The artistic director of this year’s A Town Explores a Book (ATEAB) festival, Gail Borrow, shares the insights of two of the key artists involved.

The artist known simply as Arran has lived in the town for over four years and identifies as a New Traveller. He is passionate about the problems facing the travelling community.

“My installation in Stella Dore Gallery for ATEAB 22 responds to the new Police, Crime, Sentencing and Courts Bill, set to be made law at the end of April, in England. It will criminalise my family and my community’s choice to travel our so-called ‘free’ land.” 

Arran’s family’s lives have become increasingly stressful over the last nine months as potentially life-changing legislation has been progressing through parliamentary processes to become law in England. If the bill passes into law in its current form, it will leave his community liable to arrest in their present lifestyle. They fear their homes being confiscated and the possible nightmare of their children being taken from them.

This year’s book is Rumer Godden’s The Diddakoi. It was written fifty years ago but is still very relevant.

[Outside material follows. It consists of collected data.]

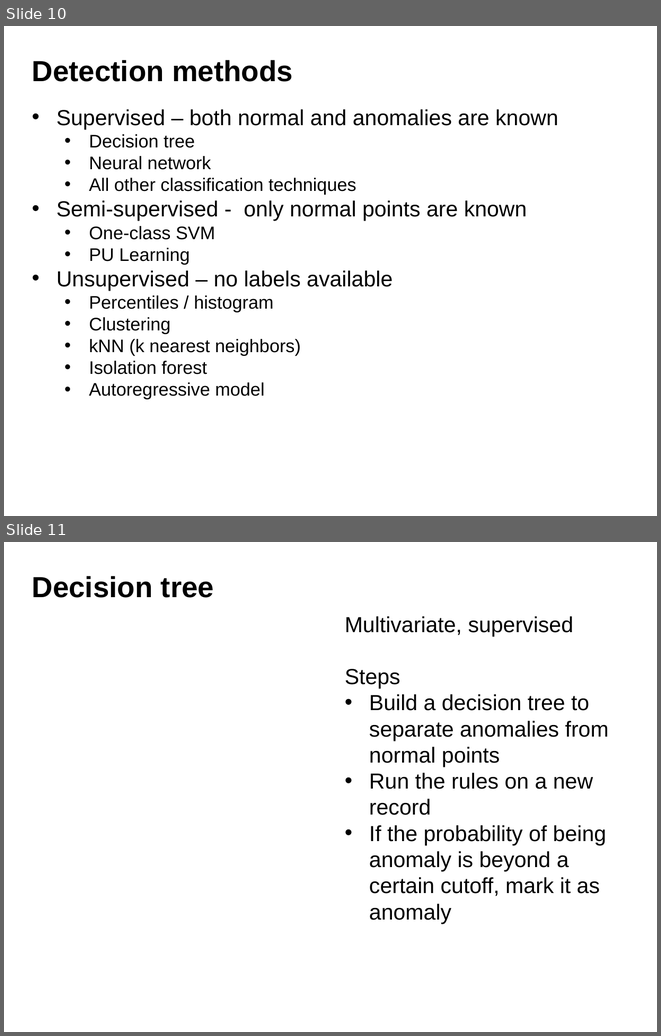
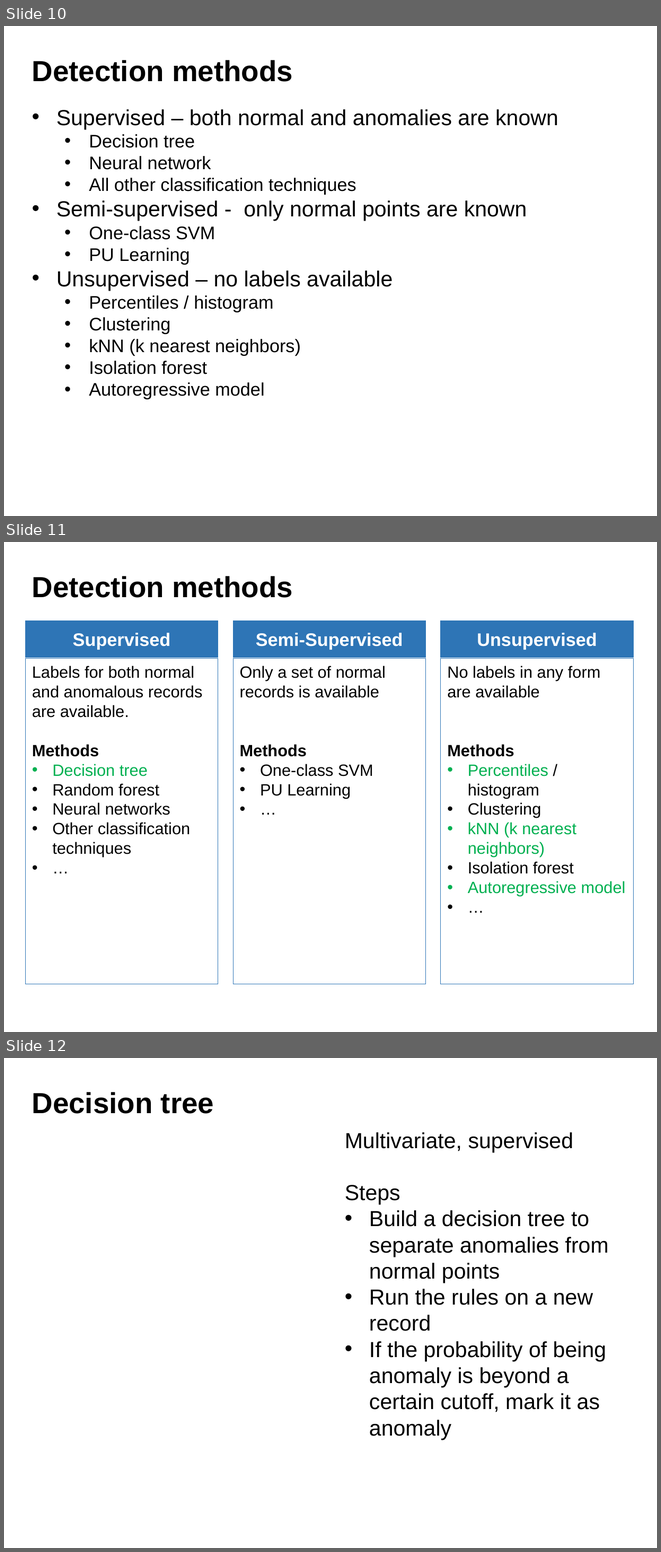
Before and after one commit to vaibhavpawar05/anomaly-detection, a slide deck: anomaly-detection.pptx. Shown one above the other, each under a label of ours: slides 10 and 11 before the commit, slides 10, 11 and 12 after it. The pictures are 661x1036 and 661x1552 pixels, drawn with LibreOffice and Linux fonts; fonts in the diff are those of the drawing. Boxes give left, top, right and bottom in pixels: in the first picture for what was removed or moved away, otherwise in the second. Text is boxed around its words. In the diff, an @@ line names an element or a change of style, - is before the commit and + after.

```diff
--- a/anomaly-detection.pptx
+++ b/anomaly-detection.pptx
@@ slide 11 added at <box>4,542,657,1032</box>, background #FFFFFF @@
@@ text added at <box>32,576,293,598</box>, 32 pt, text #000000, bold @@
+Detection methods
@@ rectangle added at <box>26,620,218,657</box>, fill #2E75B6, outline #2E75B6 0.75 pt, 20 pt, text #FFFFFF, bold @@
+Supervised
@@ rectangle added at <box>233,620,426,657</box>, fill #2E75B6, outline #2E75B6 0.75 pt, 20 pt, text #FFFFFF, bold @@
+Semi-Supervised
@@ rectangle added at <box>441,620,634,657</box>, fill #2E75B6, outline #2E75B6 0.75 pt, 20 pt, text #FFFFFF, bold @@
+Unsupervised
@@ rectangle added at <box>26,658,218,983</box>, outline #2E75B6 0.75 pt, 18 pt, text #000000 @@
+Labels for both normal and anomalous records are available.
+Methods
+• Decision tree
+• Random forest
+• Neural networks
+• Other classification techniques
+• …
@@ rectangle added at <box>233,658,426,983</box>, outline #2E75B6 0.75 pt, 18 pt, text #000000 @@
+Only a set of normal records is available
+Methods
+• One-class SVM
+• PU Learning
+• …
@@ rectangle added at <box>441,658,634,983</box>, outline #2E75B6 0.75 pt, 18 pt, text #000000 @@
+No labels in any form are available
+Methods
+• Percentiles / histogram
+• Clustering
+• kNN (k nearest neighbors)
+• Isolation forest
+• Autoregressive model
+• …
@@ what was slide 11 is now slide 12 @@
```
Also in this commit, not shown: 1 slide changed.

It is about a young mixed-race central character of Romany heritage forced into an unwanted lifestyle change. While acknowledging that aspects of heritage literature can be problematic – due to shifts in social values and attitudes and a changing publishing industry – this year’s book choice reflects contemporary exper-ience, provoking a focus on Hastings and St Leonards-on-Sea’s marginalised transient communities.

There are no legal sites for travellers in Hastings. East Sussex County Council manage four sites for permanent residents of the Gypsy, Romany and Traveller communities, at Polegate, Hailsham, Maresfield and Robertsbridge and a transit site, Bridies Tan, at Lewes. But, Hastings has nothing. And there are long waiting lists for pitches in the sites that do exist in East Sussex.

Arran does not want to leave Hastings, as his young daughter attends a nursery, his teenage children are in education and his work is based in the town. He reflects that just contributing to this article, “brought me into sobs of tears to see in actual writing, in my own words, the facts, the situation this law is bringing to us.” Arran’s work has been funded by Arts Council England (ACE) and now, through the ATEAB 22 festival, he is able to articulate something of the crisis facing a people with nowhere left to go. He puts it sharply and succinctly: “what can we do – fly?” His work can be seen from Monday 4 April to Thursday 7 April in Stella Dore Gallery, Norman Road.

Jake Bowers, a Hastings-based writer, journalist and Romany blacksmith, is also ACE funded. This has enabled him to explore public sculpture within the festival. Adding to contemporary conversations about subjects in English public sculpture, Jake has worked with Hastings Academy students and members of the Gypsy, Romany and Traveller communities to create a new public sculpture for Gensing Gardens. It is thought to be the first public sculpture in England of a mixed-race child of Romany heritage.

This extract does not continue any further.